St. Louis city parents can’t send their kids to higher-performing county schools and expect the city to foot the bill, a judge ruled — again.

St. Louis County Circuit Court Judge David Lee Vincent III ruled against city resident Gina Breitenfeld and in favor of the St. Louis and Clayton school districts and taxpayers in both of those districts Tuesday.

It’s the second time Vincent has ruled in favor of the districts. His 2008 decision was sent to the state Supreme Court in 2009. That court handed the decision back to circuit court, where Vincent heard arguments again in March.

His 16-page opinion says the Missouri statute requiring schools that have lost their state accreditation to pay for students’ tuition and transportation to adjoining, accredited schools is unconstitutional.

He also writes that compliance is impossible. It doesn’t provide extra state money for the accredited schools, so it creates a Hancock Amendment-violating unfunded mandate.

The decision finds that Breitenfeld is on the hook for $49,133.33 for the education her two kids, who never attended city schools.

The suit began in 2007, when St. Louis city public schools lost their state accreditation.
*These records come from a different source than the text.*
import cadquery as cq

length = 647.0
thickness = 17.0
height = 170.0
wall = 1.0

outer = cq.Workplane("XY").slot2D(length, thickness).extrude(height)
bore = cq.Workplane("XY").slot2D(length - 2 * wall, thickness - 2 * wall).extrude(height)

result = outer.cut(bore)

St. Louis city residents Jane Turner, Susan Bruker, Breitenfeld and William Drendel sued the School District of Clayton, the Board of Education of the city of St. Louis and the Transitional School District of the City of St. Louis. The plaintiffs said they were entitled to send their kids to Clayton and their bills to St. Louis, and the schools disagreed.

In the intervening years, all the plaintiffs but Breitenfeld have dropped off.
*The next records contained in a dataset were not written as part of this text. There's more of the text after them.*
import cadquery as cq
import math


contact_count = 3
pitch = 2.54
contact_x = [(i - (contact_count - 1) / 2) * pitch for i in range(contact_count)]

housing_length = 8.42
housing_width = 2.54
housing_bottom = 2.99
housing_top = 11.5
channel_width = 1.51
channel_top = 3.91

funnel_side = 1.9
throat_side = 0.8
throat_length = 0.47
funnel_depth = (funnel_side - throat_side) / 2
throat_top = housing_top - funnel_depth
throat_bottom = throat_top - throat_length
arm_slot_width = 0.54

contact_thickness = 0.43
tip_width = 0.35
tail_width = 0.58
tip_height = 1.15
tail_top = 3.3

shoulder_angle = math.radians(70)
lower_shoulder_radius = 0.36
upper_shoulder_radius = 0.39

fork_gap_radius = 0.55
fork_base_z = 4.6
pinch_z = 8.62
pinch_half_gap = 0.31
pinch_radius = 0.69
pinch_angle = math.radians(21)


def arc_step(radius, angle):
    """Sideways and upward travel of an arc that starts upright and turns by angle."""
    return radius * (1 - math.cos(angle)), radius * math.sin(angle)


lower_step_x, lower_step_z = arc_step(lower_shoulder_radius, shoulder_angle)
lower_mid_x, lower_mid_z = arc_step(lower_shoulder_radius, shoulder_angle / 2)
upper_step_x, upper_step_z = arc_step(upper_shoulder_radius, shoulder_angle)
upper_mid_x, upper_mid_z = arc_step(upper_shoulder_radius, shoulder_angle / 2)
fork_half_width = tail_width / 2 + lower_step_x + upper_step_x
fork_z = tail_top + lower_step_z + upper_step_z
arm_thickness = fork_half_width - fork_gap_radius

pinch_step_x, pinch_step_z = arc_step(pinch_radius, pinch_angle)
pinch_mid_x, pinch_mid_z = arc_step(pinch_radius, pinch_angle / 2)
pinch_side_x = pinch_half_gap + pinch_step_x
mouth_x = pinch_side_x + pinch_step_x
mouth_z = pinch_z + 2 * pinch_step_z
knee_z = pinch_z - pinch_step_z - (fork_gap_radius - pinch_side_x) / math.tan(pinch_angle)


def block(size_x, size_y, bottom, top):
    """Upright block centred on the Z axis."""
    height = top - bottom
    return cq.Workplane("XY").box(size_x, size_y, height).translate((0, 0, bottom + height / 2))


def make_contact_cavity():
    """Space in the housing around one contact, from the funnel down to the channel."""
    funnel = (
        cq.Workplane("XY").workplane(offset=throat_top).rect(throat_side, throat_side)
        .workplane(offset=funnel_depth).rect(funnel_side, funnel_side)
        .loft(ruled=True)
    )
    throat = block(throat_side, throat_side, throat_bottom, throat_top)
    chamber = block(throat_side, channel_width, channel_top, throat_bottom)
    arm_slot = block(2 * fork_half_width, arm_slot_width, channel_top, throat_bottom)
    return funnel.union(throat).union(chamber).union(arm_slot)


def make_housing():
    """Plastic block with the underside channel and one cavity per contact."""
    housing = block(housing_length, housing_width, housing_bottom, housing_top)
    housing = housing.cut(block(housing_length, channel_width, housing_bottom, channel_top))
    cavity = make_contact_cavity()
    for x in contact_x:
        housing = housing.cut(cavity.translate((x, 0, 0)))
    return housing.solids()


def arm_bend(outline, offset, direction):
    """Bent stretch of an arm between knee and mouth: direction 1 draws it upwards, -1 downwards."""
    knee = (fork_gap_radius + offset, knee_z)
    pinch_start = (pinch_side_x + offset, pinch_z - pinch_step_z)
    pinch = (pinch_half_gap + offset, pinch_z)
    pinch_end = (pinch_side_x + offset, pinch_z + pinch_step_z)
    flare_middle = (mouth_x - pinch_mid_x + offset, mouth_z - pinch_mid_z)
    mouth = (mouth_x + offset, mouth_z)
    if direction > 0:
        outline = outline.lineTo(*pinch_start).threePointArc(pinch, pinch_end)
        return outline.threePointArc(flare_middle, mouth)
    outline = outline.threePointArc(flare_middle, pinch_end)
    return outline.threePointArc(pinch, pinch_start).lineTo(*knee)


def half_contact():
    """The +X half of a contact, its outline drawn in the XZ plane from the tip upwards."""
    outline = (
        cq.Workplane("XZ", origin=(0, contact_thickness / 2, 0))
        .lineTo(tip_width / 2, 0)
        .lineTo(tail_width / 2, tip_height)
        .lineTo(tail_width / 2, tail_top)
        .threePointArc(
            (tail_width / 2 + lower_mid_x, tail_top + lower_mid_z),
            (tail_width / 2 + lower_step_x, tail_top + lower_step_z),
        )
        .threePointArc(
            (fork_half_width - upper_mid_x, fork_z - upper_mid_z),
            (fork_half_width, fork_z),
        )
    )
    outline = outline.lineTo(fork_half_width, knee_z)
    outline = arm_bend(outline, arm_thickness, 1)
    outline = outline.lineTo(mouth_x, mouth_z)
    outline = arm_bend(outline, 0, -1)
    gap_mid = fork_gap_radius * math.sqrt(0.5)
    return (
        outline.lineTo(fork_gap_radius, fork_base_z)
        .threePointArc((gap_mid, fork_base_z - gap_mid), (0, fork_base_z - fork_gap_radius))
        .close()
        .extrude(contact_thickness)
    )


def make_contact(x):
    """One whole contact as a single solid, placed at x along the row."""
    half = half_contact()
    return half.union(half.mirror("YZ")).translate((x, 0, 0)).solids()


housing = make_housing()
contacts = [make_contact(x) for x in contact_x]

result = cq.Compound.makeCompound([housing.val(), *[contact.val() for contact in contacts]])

Arguing in March, plaintiff’s attorney Elkin Kistner said, “This case is about the Breitenfeld children and no one else.” He argued that educating her two kids wouldn’t place any undue burden on either district.

But a large piece of what Vincent considered was a study that considered what thousands of children might do, and how much that would cost. The schools had commissioned a study by Dr. E. Terrance Jones, a professor of political science and public administration at the University of Missouri-St. Louis, which found that 15,740 students would leave the city schools and transfer to county schools if they could.

Going by the numbers in the Jones study, which extrapolated results from a random survey of 601 city residents with school-age children, the districts said that 3,567 students would transfer to Clayton. Both Clayton and St. Louis officials said this would be ruinous for their school systems.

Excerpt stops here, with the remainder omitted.